- INSTRUCTIONS FOR THE TASK
Copy the lines from the start of the records below through the line containing "seat_gap = 0.08", both included, and leave out the pictures.

- EXERCISE DATA
========
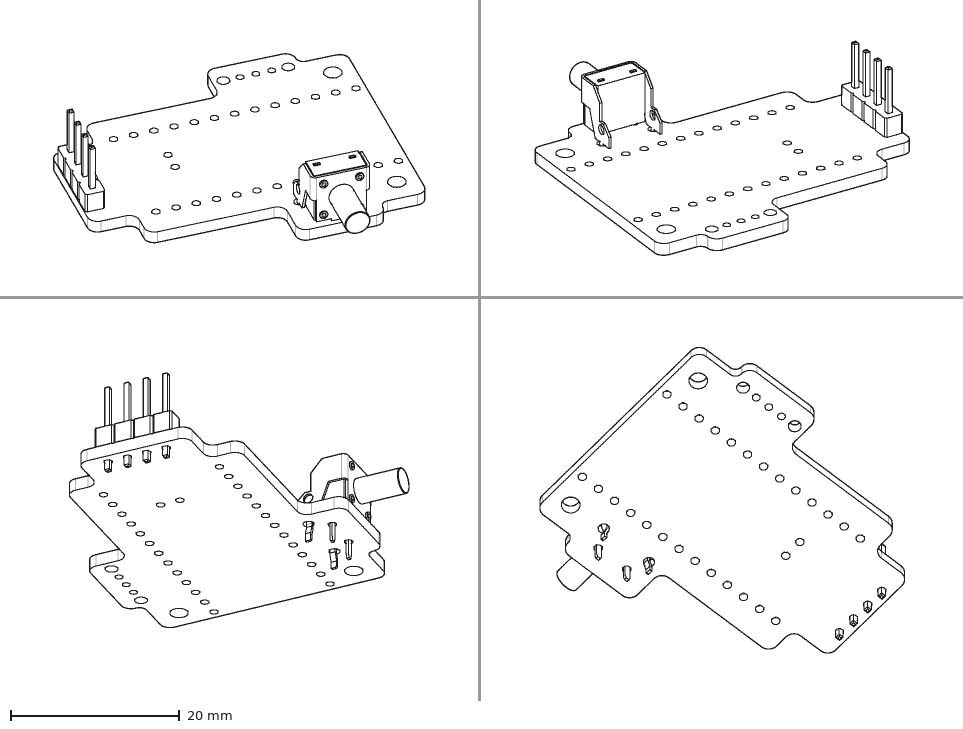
import cadquery as cq
board_length = 39.75
board_thickness = 1.6
tab_half_width = 7.25
tab_length = 5.65
middle_half_width = 11.45
wing_half_width = 16.93
wing_front = 22.77
wing_back = 33.75
back_half_width = 14.65
corner_radius = 1.27
shoulder_radius = 0.95

row_length = 30.5
row_hole_count = 13
pitch = row_length / (row_hole_count - 1)
row_front = 8.03
row_x = 3 * pitch
pin_hole_diameter = 1.0
pair_y = row_front + 2 * pitch
mount_hole_diameter = 2.2
mount_hole_x = 11.5
mount_hole_y = 36.95
side_x = -14.25
side_y = 28.25
side_hole_diameter = 0.9
side_hole_pitch = 2.0
side_post_diameter = 1.5
side_post_spacing = 8.15
leg_hole_diameter = 1.3

seat_gap = 0.08

header_pin_count = 4
header_y = 1.3
header_depth = 2.5
header_height = 2.55
header_chamfer = 0.25
header_pin_width = 0.65
header_pin_top = 8.62
header_pin_bottom = -2.9
header_pin_chamfer = 0.15

button_y = 28.3
body_back = 12.88
body_front = 15.9
body_width = 6.55
body_bottom = 0.4
body_top = 6.9
button_axis_z = 3.58
plunger_diameter = 3.15
plunger_end = 22.17
plunger_chamfer = 0.08

terminal_x = 13.85
terminal_spacing = 4.5
terminal_width = 0.8
terminal_thickness = 0.3
terminal_top = body_top + 0.1
terminal_bottom = -3.9
terminal_tip_width = 0.45
terminal_taper_length = 0.55

sheet = 0.3
bracket_front = 16.35
bracket_width = 7.45
bend_radius = 0.6
wall_lower_edge = 3.55
stub_width = 2.45
wall_slope_x = 14.03
foot_front = 12.75
foot_back = 9.65
foot_corner_z = 1.55
foot_top = 2.8
foot_step_x = 10.93
wall_back = 11.72
wall_corner_z = 5.25
wall_top_x = 13.2
leg_x = 11.35
leg_width = 0.7
leg_kink = 0.35
leg_kink_start = -0.2
leg_kink_top = -1.35
leg_kink_bottom = -1.9
leg_kink_end = -3.0
leg_miter = 0.08
leg_tip_chamfer = 0.15
leg_hole_z = 1.85
bracket_hole_diameter = 1.2
leg_y_offset = (bracket_width - sheet) / 2

rivet_spacing = 4.55
rivet_diameter = 1.0
rivet_head = 0.2
rivet_tip_diameter = 0.5
rivet_tip = 0.15
rivet_tip_fillet = 0.1


def drill(plate, points, diameter):
    cutters = (
        cq.Workplane("XY", origin=(0, 0, -board_thickness))
        .pushPoints(points)
        .circle(diameter / 2)
        .extrude(board_thickness)
    )
    return plate.cut(cutters)


def header_pin_positions():
    middle = (header_pin_count - 1) / 2
    return [((i - middle) * pitch, header_y) for i in range(header_pin_count)]


def terminal_positions():
    return [(terminal_x, button_y + side * terminal_spacing / 2) for side in (-1, 1)]


def board_blank():
    right_side = [
        (tab_half_width, 0),
        (tab_half_width, tab_length),
        (middle_half_width, tab_length),
        (middle_half_width, wing_front),
        (wing_half_width, wing_front),
        (wing_half_width, wing_back),
        (back_half_width, wing_back),
        (back_half_width, board_length),
    ]
    left_side = [(-x, y) for x, y in reversed(right_side)]
    blank = (
        cq.Workplane("XY", origin=(0, 0, -board_thickness))
        .polyline(right_side + left_side)
        .close()
        .extrude(board_thickness)
    )
    for x, y in right_side + left_side:
        is_shoulder = (abs(x), y) == (back_half_width, wing_back)
        radius = shoulder_radius if is_shoulder else corner_radius
        corner = cq.selectors.NearestToPointSelector((x, y, -board_thickness / 2))
        blank = blank.edges("|Z").edges(corner).fillet(radius)
    return blank


def make_board():
    rows = [
        (side * row_x, row_front + i * pitch)
        for side in (-1, 1)
        for i in range(row_hole_count)
    ]
    pair = [(-pitch, pair_y), (0, pair_y)]
    mounts = [(-mount_hole_x, mount_hole_y), (mount_hole_x, mount_hole_y)]
    side_holes = [(side_x, side_y + i * side_hole_pitch) for i in (-1, 0, 1)]
    side_posts = [(side_x, side_y + i * side_post_spacing / 2) for i in (-1, 1)]
    leg_holes = [(leg_x, button_y + side * leg_y_offset) for side in (-1, 1)]
    pin_holes = rows + pair + header_pin_positions() + terminal_positions()

    plate = board_blank()
    plate = drill(plate, pin_holes, pin_hole_diameter)
    plate = drill(plate, mounts, mount_hole_diameter)
    plate = drill(plate, side_holes, side_hole_diameter)
    plate = drill(plate, side_posts, side_post_diameter)
    return drill(plate, leg_holes, leg_hole_diameter)


def make_header():
    positions = header_pin_positions()
    header = None
    for x, y in positions:
        block = (
            cq.Workplane("XY", origin=(x, y, seat_gap))
            .rect(pitch, header_depth)
            .extrude(header_height)
            .edges("|Z")
            .chamfer(header_chamfer)
        )
        header = block if header is None else header.union(block)
    for x, y in positions:
        pin = (
            cq.Workplane("XY", origin=(x, y, header_pin_bottom))
            .rect(header_pin_width, header_pin_width)
            .extrude(header_pin_top - header_pin_bottom)
            .faces("<Z or >Z")
            .chamfer(header_pin_chamfer)
        )
        header = header.union(pin)
    return header


def switch_body():
    return cq.Workplane("XY").box(
        body_front - body_back, body_width, body_top - body_bottom, centered=(False, True, False)
    ).translate((body_back, button_y, body_bottom))


def plunger():
    return (
        cq.Workplane("YZ", origin=(body_front, button_y, button_axis_z))
        .circle(plunger_diameter / 2)
        .extrude(plunger_end - body_front)
        .faces(">X")
        .chamfer(plunger_chamfer)
    )


def terminal(x, y):
    half = terminal_width / 2
    half_tip = terminal_tip_width / 2
    taper_top = terminal_bottom + terminal_taper_length
    return (
        cq.Workplane("YZ", origin=(x - terminal_thickness / 2, y, 0))
        .moveTo(-half, terminal_top)
        .lineTo(-half, taper_top)
        .lineTo(-half_tip, terminal_bottom)
        .lineTo(half_tip, terminal_bottom)
        .lineTo(half, taper_top)
        .lineTo(half, terminal_top)
        .close()
        .extrude(terminal_thickness)
    )


def bracket_shell():
    """Channel of bent sheet, cut to the side profile of its two walls."""
    half = bracket_width / 2
    depth = bracket_front - foot_back
    outer = (
        cq.Workplane("XY")
        .box(depth, bracket_width, body_top, centered=(False, True, False))
        .translate((foot_back, button_y, 0))
        .edges("|Z and >X")
        .fillet(bend_radius)
    )
    inner = (
        cq.Workplane("XY")
        .box(depth - sheet, bracket_width - 2 * sheet, body_top, centered=(False, True, False))
        .translate((foot_back, button_y, 0))
        .edges("|Z and >X")
        .fillet(bend_radius - sheet)
    )
    profile = (
        cq.Workplane("XZ", origin=(0, button_y + half, 0))
        .moveTo(bracket_front, body_top)
        .lineTo(wall_top_x, body_top)
        .lineTo(wall_back, wall_corner_z)
        .lineTo(wall_back, foot_top)
        .lineTo(foot_step_x, foot_top)
        .lineTo(foot_back, foot_corner_z)
        .lineTo(foot_back, seat_gap)
        .lineTo(foot_front, seat_gap)
        .lineTo(wall_slope_x, wall_lower_edge)
        .lineTo(bracket_front, wall_lower_edge)
        .close()
        .extrude(bracket_width)
    )
    holes = (
        cq.Workplane("XZ", origin=(0, button_y + half, 0))
        .center(leg_x, leg_hole_z)
        .circle(bracket_hole_diameter / 2)
        .extrude(bracket_width)
    )
    return outer.cut(inner).intersect(profile).cut(holes)


def bracket_front_plate():
    """Flat front of the bracket below the bends, with a narrow stub down to the board."""
    plate_width = bracket_width - 2 * bend_radius
    plate = cq.Workplane("XY").box(
        sheet, plate_width, wall_lower_edge - body_bottom, centered=(False, True, False)
    ).translate((bracket_front - sheet, button_y, body_bottom))
    stub = cq.Workplane("XY").box(
        sheet, stub_width, body_bottom - seat_gap, centered=(False, True, False)
    ).translate((bracket_front - sheet, button_y, seat_gap))
    return plate.union(stub)


def bracket_leg(side):
    """Snap-in leg that kinks towards the button centre and out again."""
    half = sheet / 2
    path = [
        (0, seat_gap, 0),
        (0, leg_kink_start, -leg_miter),
        (-leg_kink, leg_kink_top, -leg_miter),
        (-leg_kink, leg_kink_bottom, leg_miter),
        (0, leg_kink_end, leg_miter),
        (0, terminal_bottom, 0),
    ]
    outside = [(side * (offset + half), z + miter) for offset, z, miter in path]
    inside = [(side * (offset - half), z - miter) for offset, z, miter in reversed(path)]
    return (
        cq.Workplane("YZ", origin=(leg_x - leg_width / 2, button_y + side * leg_y_offset, 0))
        .polyline(outside + inside)
        .close()
        .extrude(leg_width)
        .faces("<Z")
        .edges(">X")
        .chamfer(leg_tip_chamfer)
    )


def rivet(y, z):
    shank = bracket_front - body_front + rivet_head
    return (
        cq.Workplane("YZ", origin=(body_front, y, z))
        .circle(rivet_diameter / 2)
        .extrude(shank)
        .faces(">X")
        .workplane()
        .circle(rivet_tip_diameter / 2)
        .extrude(rivet_tip)
        .faces(">X")
        .edges()
        .fillet(rivet_tip_fillet)
    )


def make_button():
    button = switch_body().union(plunger())
    button = button.union(bracket_shell()).union(bracket_front_plate())
    for x, y in terminal_positions():
        button = button.union(terminal(x, y))
    for side in (-1, 1):
        button = button.union(bracket_leg(side))
        for level in (-1, 1):
            rivet_y = button_y + side * rivet_spacing / 2
            rivet_z = button_axis_z + level * rivet_spacing / 2
            button = button.union(rivet(rivet_y, rivet_z))
    return button


board = make_board()
header = make_header()
button = make_button()
result = cq.Compound.makeCompound([board.val(), header.val(), button.val()])
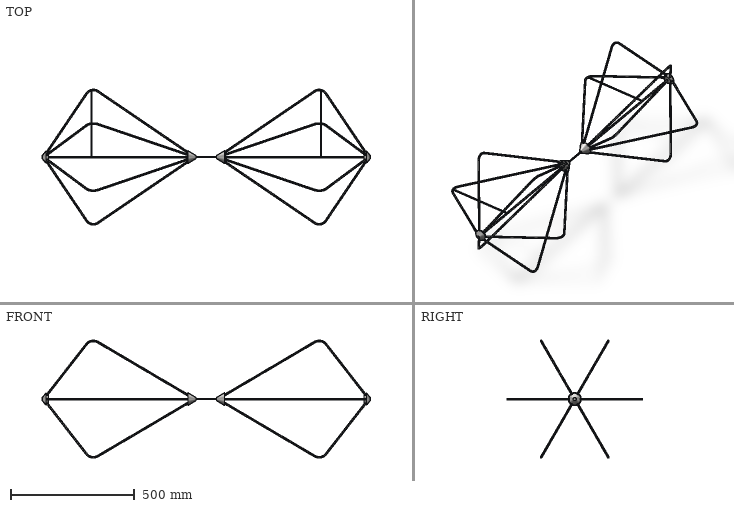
import cadquery as cq
import math


half_length = 664.0
feed_cone_tip_x = 41.0
feed_cone_base_x = 75.0
hub_inner_x = 637.0
hub_rim_x = 649.0
strut_x = 465.0

feed_cone_tip_radius = 6.4
feed_cone_base_radius = 27.0
hub_tip_radius = 6.4
hub_rim_radius = 24.0
hub_inner_radius = 16.0

rod_diameter = 6.4
thin_diameter = 5.0
cage_width = 550.0
rod_count = 6

bend_radius = 33.0
bend_x = 457.0
inner_slope = math.radians(34.2)
outer_slope = math.radians(56.0)
outer_end_x = 650.0

bend_crest = cage_width / 2 - rod_diameter / 2
bend_center_y = bend_crest - bend_radius


def revolve_about_x(outline):
    return cq.Workplane("XY").polyline(outline).close().revolve(360, (0, 0, 0), (1, 0, 0))


def make_feed_cone():
    return revolve_about_x([
        (feed_cone_tip_x, 0),
        (feed_cone_tip_x, feed_cone_tip_radius),
        (feed_cone_base_x, feed_cone_base_radius),
        (feed_cone_base_x, 0),
    ])


def make_end_hub():
    return revolve_about_x([
        (hub_inner_x, 0),
        (hub_inner_x, hub_inner_radius),
        (hub_rim_x, hub_rim_radius),
        (half_length, hub_tip_radius),
        (half_length, 0),
    ])


def make_axial_rod(diameter, start_x, end_x):
    return cq.Workplane("YZ", origin=(start_x, 0, 0)).circle(diameter / 2).extrude(end_x - start_x)


def make_cage_rod():
    """Bent rod in the XY plane, from inside the feed cone out to the end hub."""
    inner_tangent = (
        bend_x - bend_radius * math.sin(inner_slope),
        bend_center_y + bend_radius * math.cos(inner_slope),
    )
    outer_tangent = (
        bend_x + bend_radius * math.sin(outer_slope),
        bend_center_y + bend_radius * math.cos(outer_slope),
    )
    inner_start_x = (feed_cone_tip_x + feed_cone_base_x) / 2
    inner_start_y = inner_tangent[1] - (inner_tangent[0] - inner_start_x) * math.tan(inner_slope)
    outer_end_y = outer_tangent[1] - (outer_end_x - outer_tangent[0]) * math.tan(outer_slope)

    path = (
        cq.Workplane("XY")
        .moveTo(inner_start_x, inner_start_y)
        .lineTo(*inner_tangent)
        .threePointArc((bend_x, bend_crest), outer_tangent)
        .lineTo(outer_end_x, outer_end_y)
    )
    start_plane = cq.Plane(
        origin=(inner_start_x, inner_start_y, 0),
        xDir=(0, 0, 1),
        normal=(math.cos(inner_slope), math.sin(inner_slope), 0),
    )
    return cq.Workplane(start_plane).circle(rod_diameter / 2).sweep(path)


def make_strut():
    """Thin cross wire from the centre rod to the +Y cage rod."""
    return (
        cq.Workplane("XZ", origin=(strut_x, 0, 0))
        .circle(thin_diameter / 2)
        .extrude(-bend_crest)
    )


def make_cage_half():
    half = make_feed_cone().union(make_end_hub())
    half = half.union(make_axial_rod(rod_diameter, feed_cone_base_x, hub_inner_x))
    half = half.union(make_axial_rod(thin_diameter, 0, feed_cone_tip_x))
    cage_rod = make_cage_rod()
    for index in range(rod_count):
        angle = index * 360 / rod_count
        half = half.union(cage_rod.rotate((0, 0, 0), (1, 0, 0), angle))
    return half.union(make_strut())


right_half = make_cage_half()
left_half = right_half.mirror("YZ")

result = cq.Compound.makeCompound([*right_half.solids().vals(), *left_half.solids().vals()])
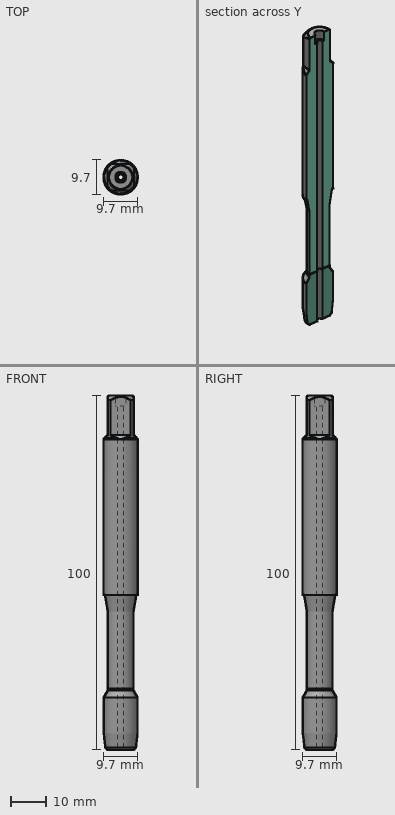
import cadquery as cq

overall_length = 100.0
tip_chamfer_top = 0.8
lead_taper_top = 4.7
thread_top = 14.9
shoulder_top = 16.8
body_joint = 17.4
neck_top = 39.0
shank_bottom = 43.8
shank_top = 87.6

shank_diameter = 9.7
thread_diameter = 9.6
drive_corner_diameter = 9.3
taper_top_diameter = 8.9
lead_taper_diameter = 8.7
neck_diameter = 7.3
tip_diameter = 7.3
drive_end_diameter = 6.6

across_flats = 7.4
shank_cone_length = 0.4
flat_end_rise = 1.2

bore_diameter = 1.7
bore_mouth_diameter = 3.0
bore_mouth_depth = 3.0


def revolve_profile(diameter_steps):
    """Revolve (diameter, z) stations about Z into a solid turned body."""
    bottom_z = diameter_steps[0][1]
    top_z = diameter_steps[-1][1]
    outline = [(0, bottom_z)]
    outline += [(diameter / 2, z) for diameter, z in diameter_steps]
    outline.append((0, top_z))
    return cq.Workplane("XZ").polyline(outline).close().revolve(360, (0, 0), (0, 1))


def make_bore():
    """Coolant bore along the whole axis, with a wider mouth at the drive end."""
    mouth_bottom = overall_length - bore_mouth_depth
    return revolve_profile([
        (bore_diameter, 0),
        (bore_diameter, mouth_bottom),
        (bore_mouth_diameter, mouth_bottom),
        (bore_mouth_diameter, overall_length),
    ])


def make_flat_cutter():
    """Material removed beside the +X flat, with a 45 degree run-out into the shank."""
    flat_x = across_flats / 2
    outer_x = shank_diameter
    flat_bottom = shank_top + flat_end_rise
    return (
        cq.Workplane("XZ")
        .moveTo(flat_x, overall_length)
        .lineTo(flat_x, flat_bottom)
        .lineTo(outer_x, flat_bottom - (outer_x - flat_x))
        .lineTo(outer_x, overall_length)
        .close()
        .extrude(shank_diameter, both=True)
    )


def make_shank():
    """Neck, cylindrical shank and square drive."""
    drive_chamfer = (drive_corner_diameter - drive_end_diameter) / 2
    shank = revolve_profile([
        (neck_diameter, body_joint),
        (neck_diameter, neck_top),
        (taper_top_diameter, shank_bottom),
        (shank_diameter, shank_bottom),
        (shank_diameter, shank_top),
        (drive_corner_diameter, shank_top + shank_cone_length),
        (drive_corner_diameter, overall_length - drive_chamfer),
        (drive_end_diameter, overall_length),
    ])
    flat_cutter = make_flat_cutter()
    for angle in (0, 90, 180, 270):
        shank = shank.cut(flat_cutter.rotate((0, 0, 0), (0, 0, 1), angle))
    return shank.cut(make_bore())


def make_cutting_head():
    """Plain thread envelope with a tapered lead and a chamfered tip."""
    head = revolve_profile([
        (tip_diameter, 0),
        (lead_taper_diameter, tip_chamfer_top),
        (thread_diameter, lead_taper_top),
        (thread_diameter, thread_top),
        (neck_diameter, shoulder_top),
        (neck_diameter, body_joint),
    ])
    return head.cut(make_bore())


shank = make_shank()
cutting_head = make_cutting_head()

result = cq.Compound.makeCompound([shank.val(), cutting_head.val()])
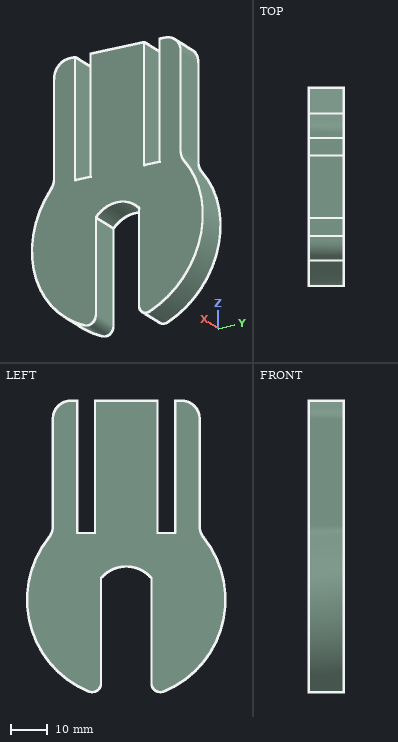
import cadquery as cq
import math

thickness = 9.53

disc_radius = 27.0
bore_radius = 9.0
mouth_width = 13.6
tip_fillet = 2.5

stem_width = 40.0
stem_length = 36.0
corner_radius = 5.0
neck_fillet = 5.0
center_prong_width = 17.0
slit_width = 4.8
slit_depth = stem_length

pick_margin = 0.1

neck_z = math.sqrt(disc_radius**2 - (stem_width / 2) ** 2)
stem_top = neck_z + stem_length


def block(width, bottom, top, center_y=0.0):
    """Block through the plate thickness, centred on center_y, between two heights."""
    return (
        cq.Workplane("YZ")
        .center(center_y, (bottom + top) / 2)
        .rect(width, top - bottom)
        .extrude(thickness / 2, both=True)
    )


def disc(radius):
    """Disc through the plate thickness, centred at the origin."""
    return cq.Workplane("YZ").circle(radius).extrude(thickness / 2, both=True)


def edges_at(half_width, z):
    """Selector for the two through-thickness edges at Y = +-half_width and height z."""
    boxes = [
        cq.selectors.BoxSelector(
            (-thickness, y - pick_margin, z - pick_margin),
            (thickness, y + pick_margin, z + pick_margin),
        )
        for y in (-half_width, half_width)
    ]
    return boxes[0] + boxes[1]


def make_body():
    stem = block(stem_width, 0, stem_top)
    body = disc(disc_radius).union(stem)
    body = body.edges(edges_at(stem_width / 2, neck_z)).fillet(neck_fillet)
    return body.edges(edges_at(stem_width / 2, stem_top)).fillet(corner_radius)


def cut_mouth(body):
    """Cut the bottom slot with its arched end and round the two tips."""
    half_mouth = mouth_width / 2
    arch_start = math.sqrt(bore_radius**2 - half_mouth**2)
    channel = block(mouth_width, -disc_radius, arch_start)
    arch = disc(bore_radius).intersect(block(mouth_width, 0, bore_radius))
    body = body.cut(channel.union(arch))
    tip_z = -math.sqrt(disc_radius**2 - half_mouth**2)
    return body.edges(edges_at(half_mouth, tip_z)).fillet(tip_fillet)


def cut_slits(body):
    """Cut the two slits that separate the outer prongs from the centre one."""
    slit_offset = (center_prong_width + slit_width) / 2
    for y in (-slit_offset, slit_offset):
        body = body.cut(block(slit_width, stem_top - slit_depth, stem_top, y))
    return body


result = cut_slits(cut_mouth(make_body()))
========
- SOLUTION
import cadquery as cq
board_length = 39.75
board_thickness = 1.6
tab_half_width = 7.25
tab_length = 5.65
middle_half_width = 11.45
wing_half_width = 16.93
wing_front = 22.77
wing_back = 33.75
back_half_width = 14.65
corner_radius = 1.27
shoulder_radius = 0.95

row_length = 30.5
row_hole_count = 13
pitch = row_length / (row_hole_count - 1)
row_front = 8.03
row_x = 3 * pitch
pin_hole_diameter = 1.0
pair_y = row_front + 2 * pitch
mount_hole_diameter = 2.2
mount_hole_x = 11.5
mount_hole_y = 36.95
side_x = -14.25
side_y = 28.25
side_hole_diameter = 0.9
side_hole_pitch = 2.0
side_post_diameter = 1.5
side_post_spacing = 8.15
leg_hole_diameter = 1.3

seat_gap = 0.08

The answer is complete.